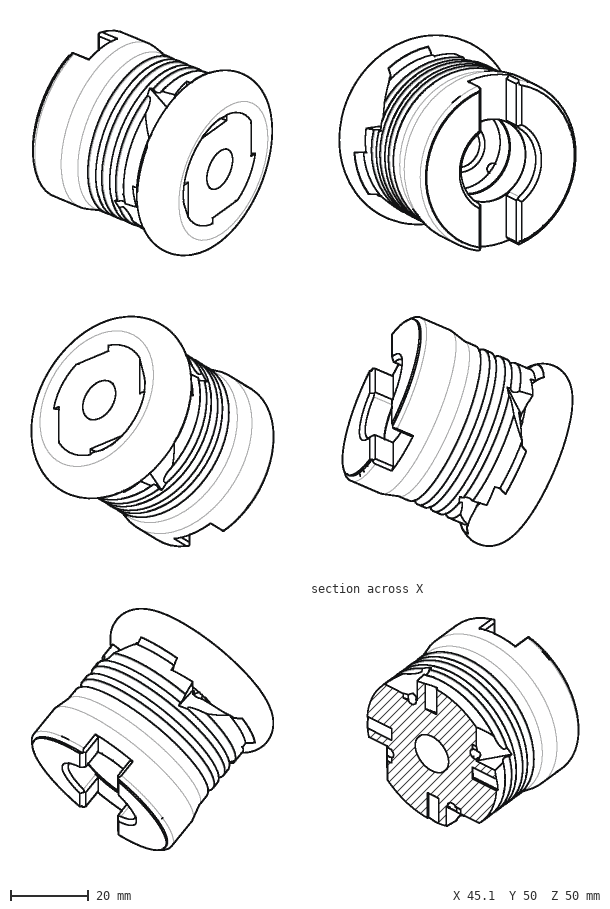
import cadquery as cq
import math


SHANK_RADIUS = 22.92
NECK_RADIUS = 21.75
LEDGE_RADIUS = 21.8
LEDGE_LENGTH = 0.5
BACK_FILLET = 1.0
TAPER_START = 10.0
TAPER_END = 14.5
BODY_END = 44.0

GROOVE_START = 17.8
GROOVE_PITCH = 4.5
GROOVE_COUNT = 3
GROOVE_WIDTH = 2.6
GROOVE_DEPTH = 0.8
GROOVE_BEVEL = 0.2

TOTAL_LENGTH = 45.1
INSERT_RADIUS = 6.0
CUTTER_RADIUS = 24.98
RING_X = TOTAL_LENGTH - INSERT_RADIUS
RING_RADIUS = CUTTER_RADIUS - INSERT_RADIUS
FLARE_RADIUS = 6.1
FLARE_END = 35.2

BORE_RADIUS = 11.0
BORE_DEPTH = 20.0
BORE_CHAMFER = 1.1
RELIEF_RADIUS = 11.2
RELIEF_START = 6.6
RELIEF_END = 15.0
SCREW_RADIUS = 5.5
SCREW_CHAMFER = 1.0

SLOT_WIDTH = 10.4
SLOT_DEPTH = 6.3
SLOT_CHAMFER = 1.1
SLOT_RIM_Z = 21.2
SLOT_BORE_Z = 10.05
SLOT_BORE_CHAMFER = 1.0

FLUTE_COUNT = 4
RAKE = 8.0
FLUTE_SLOPE = 41.2
FLUTE_START = (24.7, 22.0)
POCKET_FLOOR = 13.5
FLUTE_CORNER = (25.9, -5.9)
SEAT_CORNER = (32.3, 1.4)
CLEARANCE_CORNER = (32.23, -5.5)
CUT_REACH = 30.0

COOLANT_RADIUS = 1.4
COOLANT_Z = -6.75
COOLANT_START_Y = -8.7
COOLANT_ANGLE = 24.0
COOLANT_LENGTH = 18.0


def revolve_about_x(profile):
    return profile.close().revolve(360, (0, 0, 0), (1, 0, 0))


def flare_point(angle):
    """Point on the flare's arc, at an angle from the backward axial direction."""
    return (RING_X - FLARE_RADIUS * math.cos(angle), RING_RADIUS + FLARE_RADIUS * math.sin(angle))


def make_body():
    fillet_x = LEDGE_LENGTH + BACK_FILLET
    fillet_y = SHANK_RADIUS - BACK_FILLET
    fillet_offset = BACK_FILLET * math.sqrt(0.5)
    profile = (
        cq.Workplane("XY")
        .moveTo(0, 0)
        .lineTo(0, LEDGE_RADIUS)
        .lineTo(LEDGE_LENGTH, LEDGE_RADIUS)
        .lineTo(LEDGE_LENGTH, fillet_y)
        .threePointArc((fillet_x - fillet_offset, fillet_y + fillet_offset), (fillet_x, SHANK_RADIUS))
        .lineTo(TAPER_START, SHANK_RADIUS)
        .lineTo(TAPER_END, NECK_RADIUS)
    )
    groove_floor = NECK_RADIUS - GROOVE_DEPTH
    for i in range(GROOVE_COUNT):
        start = GROOVE_START + i * GROOVE_PITCH
        end = start + GROOVE_WIDTH
        middle = (start + end) / 2
        bevel_radius = NECK_RADIUS - GROOVE_BEVEL
        profile = (
            profile.lineTo(start, NECK_RADIUS)
            .lineTo(start + GROOVE_BEVEL, bevel_radius)
            .threePointArc((middle, groove_floor), (end - GROOVE_BEVEL, bevel_radius))
            .lineTo(end, NECK_RADIUS)
        )
    flare_start_angle = math.asin((NECK_RADIUS - RING_RADIUS) / FLARE_RADIUS)
    flare_end_angle = math.acos((RING_X - FLARE_END) / FLARE_RADIUS)
    flare_start = flare_point(flare_start_angle)
    flare_middle = flare_point((flare_start_angle + flare_end_angle) / 2)
    flare_end = flare_point(flare_end_angle)
    profile = (
        profile.lineTo(*flare_start)
        .threePointArc(flare_middle, flare_end)
        .lineTo(FLARE_END, RING_RADIUS)
        .lineTo(BODY_END, RING_RADIUS)
        .lineTo(BODY_END, 0)
    )
    return revolve_about_x(profile)


def make_ring():
    section = cq.Workplane("XY").center(RING_X, RING_RADIUS).circle(INSERT_RADIUS)
    return section.revolve(360, (-RING_X, -RING_RADIUS, 0), (1 - RING_X, -RING_RADIUS, 0))


def make_bore():
    relief_step = RELIEF_RADIUS - BORE_RADIUS
    profile = cq.Workplane("XY").polyline([
        (0, 0),
        (0, BORE_RADIUS + BORE_CHAMFER),
        (BORE_CHAMFER, BORE_RADIUS),
        (RELIEF_START, BORE_RADIUS),
        (RELIEF_START + relief_step, RELIEF_RADIUS),
        (RELIEF_END, RELIEF_RADIUS),
        (RELIEF_END + relief_step, BORE_RADIUS),
        (BORE_DEPTH, BORE_RADIUS),
        (BORE_DEPTH, SCREW_RADIUS + SCREW_CHAMFER),
        (BORE_DEPTH + SCREW_CHAMFER, SCREW_RADIUS),
        (BODY_END, SCREW_RADIUS),
        (BODY_END, 0),
    ])
    return revolve_about_x(profile)


def make_drive_slot():
    half = SLOT_WIDTH / 2
    wide = half + SLOT_CHAMFER
    groove = (
        cq.Workplane("XY")
        .polyline([
            (0, wide),
            (SLOT_CHAMFER, half),
            (SLOT_DEPTH, half),
            (SLOT_DEPTH, -half),
            (SLOT_CHAMFER, -half),
            (0, -wide),
        ])
        .close()
        .extrude(CUT_REACH, both=True)
    )
    bore_half = half + SLOT_BORE_CHAMFER
    reach = CUT_REACH - SLOT_RIM_Z
    corners = (
        cq.Workplane("YZ")
        .polyline([
            (-bore_half, 0),
            (-bore_half, SLOT_BORE_Z - SLOT_BORE_CHAMFER),
            (-half, SLOT_BORE_Z),
            (-half, SLOT_RIM_Z),
            (-half - reach, CUT_REACH),
            (half + reach, CUT_REACH),
            (half, SLOT_RIM_Z),
            (half, SLOT_BORE_Z),
            (bore_half, SLOT_BORE_Z - SLOT_BORE_CHAMFER),
            (bore_half, 0),
        ])
        .close()
        .extrude(SLOT_DEPTH)
    )
    return groove.union(corners).union(corners.mirror("XY"))


def tilted_block(corner):
    """Block ahead of and below a corner at (X, Z), tilted by the rake and open towards -Y."""
    x, z = corner
    return (
        cq.Workplane("XY")
        .box(CUT_REACH, CUT_REACH, CUT_REACH, centered=False)
        .translate((x, -POCKET_FLOOR - CUT_REACH, z - CUT_REACH))
        .rotate((x, 0, z), (x, 1, z), -RAKE)
    )


def make_flute():
    start_x, start_radius = FLUTE_START
    run = (start_radius - POCKET_FLOOR) / math.tan(math.radians(FLUTE_SLOPE))
    side = (
        cq.Workplane("XY")
        .polyline([
            (start_x, -start_radius),
            (start_x + run, -POCKET_FLOOR),
            (BODY_END, -POCKET_FLOOR),
            (BODY_END, -CUT_REACH),
            (start_x, -CUT_REACH),
        ])
        .close()
        .extrude(-CUT_REACH)
    )
    corner_x, corner_z = FLUTE_CORNER
    back = CUT_REACH / 3
    wall_corner = (corner_x - back, corner_z - back * math.tan(math.radians(RAKE)))
    return side.intersect(tilted_block(wall_corner))


def make_coolant_hole():
    angle = math.radians(COOLANT_ANGLE)
    start = cq.Vector(BORE_DEPTH, COOLANT_START_Y, COOLANT_Z)
    direction = cq.Vector(math.cos(angle), -math.sin(angle), 0)
    overlap = 2 * COOLANT_RADIUS
    hole = cq.Solid.makeCylinder(
        COOLANT_RADIUS, COOLANT_LENGTH + overlap, start - direction * overlap, direction
    )
    ahead = cq.Workplane("XY").box(CUT_REACH, 2 * CUT_REACH, 2 * CUT_REACH)
    return cq.Workplane(hole).intersect(ahead.translate((BORE_DEPTH + CUT_REACH / 2, 0, 0)))


body = make_body().cut(make_bore()).cut(make_drive_slot())
pocket_cuts = [
    make_flute(),
    tilted_block(SEAT_CORNER),
    tilted_block(CLEARANCE_CORNER),
    make_coolant_hole(),
]
for i in range(FLUTE_COUNT):
    for cutter in pocket_cuts:
        body = body.cut(cutter.rotate((0, 0, 0), (1, 0, 0), i * 360 / FLUTE_COUNT))

result = body.union(make_ring())
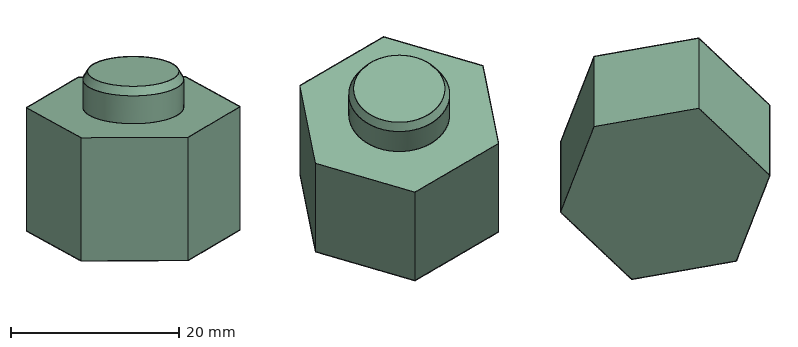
import math
import cadquery as cq

hex_sides = 6
across_flats = 22.0
total_height = 20.0
hex_height = 15.5
pin_diameter = 12.0
chamfer_height = 1.0
chamfer_angle = math.radians(30)

across_corners = across_flats / math.cos(math.pi / hex_sides)
pin_radius = pin_diameter / 2
chamfer_base = total_height - chamfer_height
tip_radius = pin_radius - chamfer_height * math.tan(chamfer_angle)


def hex_body():
    """Hexagonal prism standing on Z = 0, with two corners on the Y axis."""
    prism = cq.Workplane("XY").polygon(hex_sides, across_corners).extrude(hex_height)
    return prism.rotate((0, 0, 0), (0, 0, 1), 90)


def pin():
    """Round pin on top of the hexagon, with a steep chamfer at its tip."""
    half_profile = (
        cq.Workplane("XZ")
        .moveTo(0, hex_height)
        .lineTo(pin_radius, hex_height)
        .lineTo(pin_radius, chamfer_base)
        .lineTo(tip_radius, total_height)
        .lineTo(0, total_height)
        .close()
    )
    return half_profile.revolve(360, (0, 0, 0), (0, 1, 0))


result = hex_body().union(pin())

------

_Task prompt_
Begin at the line that has "GROOVE_START = 17.8" in the entries above; stop after the line that has "POCKET_FLOOR = 13.5". Transcribe exactly those lines and no others.

_Written solution_
GROOVE_START = 17.8
GROOVE_PITCH = 4.5
GROOVE_COUNT = 3
GROOVE_WIDTH = 2.6
GROOVE_DEPTH = 0.8
GROOVE_BEVEL = 0.2

TOTAL_LENGTH = 45.1
INSERT_RADIUS = 6.0
CUTTER_RADIUS = 24.98
RING_X = TOTAL_LENGTH - INSERT_RADIUS
RING_RADIUS = CUTTER_RADIUS - INSERT_RADIUS
FLARE_RADIUS = 6.1
FLARE_END = 35.2

BORE_RADIUS = 11.0
BORE_DEPTH = 20.0
BORE_CHAMFER = 1.1
RELIEF_RADIUS = 11.2
RELIEF_START = 6.6
RELIEF_END = 15.0
SCREW_RADIUS = 5.5
SCREW_CHAMFER = 1.0

SLOT_WIDTH = 10.4
SLOT_DEPTH = 6.3
SLOT_CHAMFER = 1.1
SLOT_RIM_Z = 21.2
SLOT_BORE_Z = 10.05
SLOT_BORE_CHAMFER = 1.0

FLUTE_COUNT = 4
RAKE = 8.0
FLUTE_SLOPE = 41.2
FLUTE_START = (24.7, 22.0)
POCKET_FLOOR = 13.5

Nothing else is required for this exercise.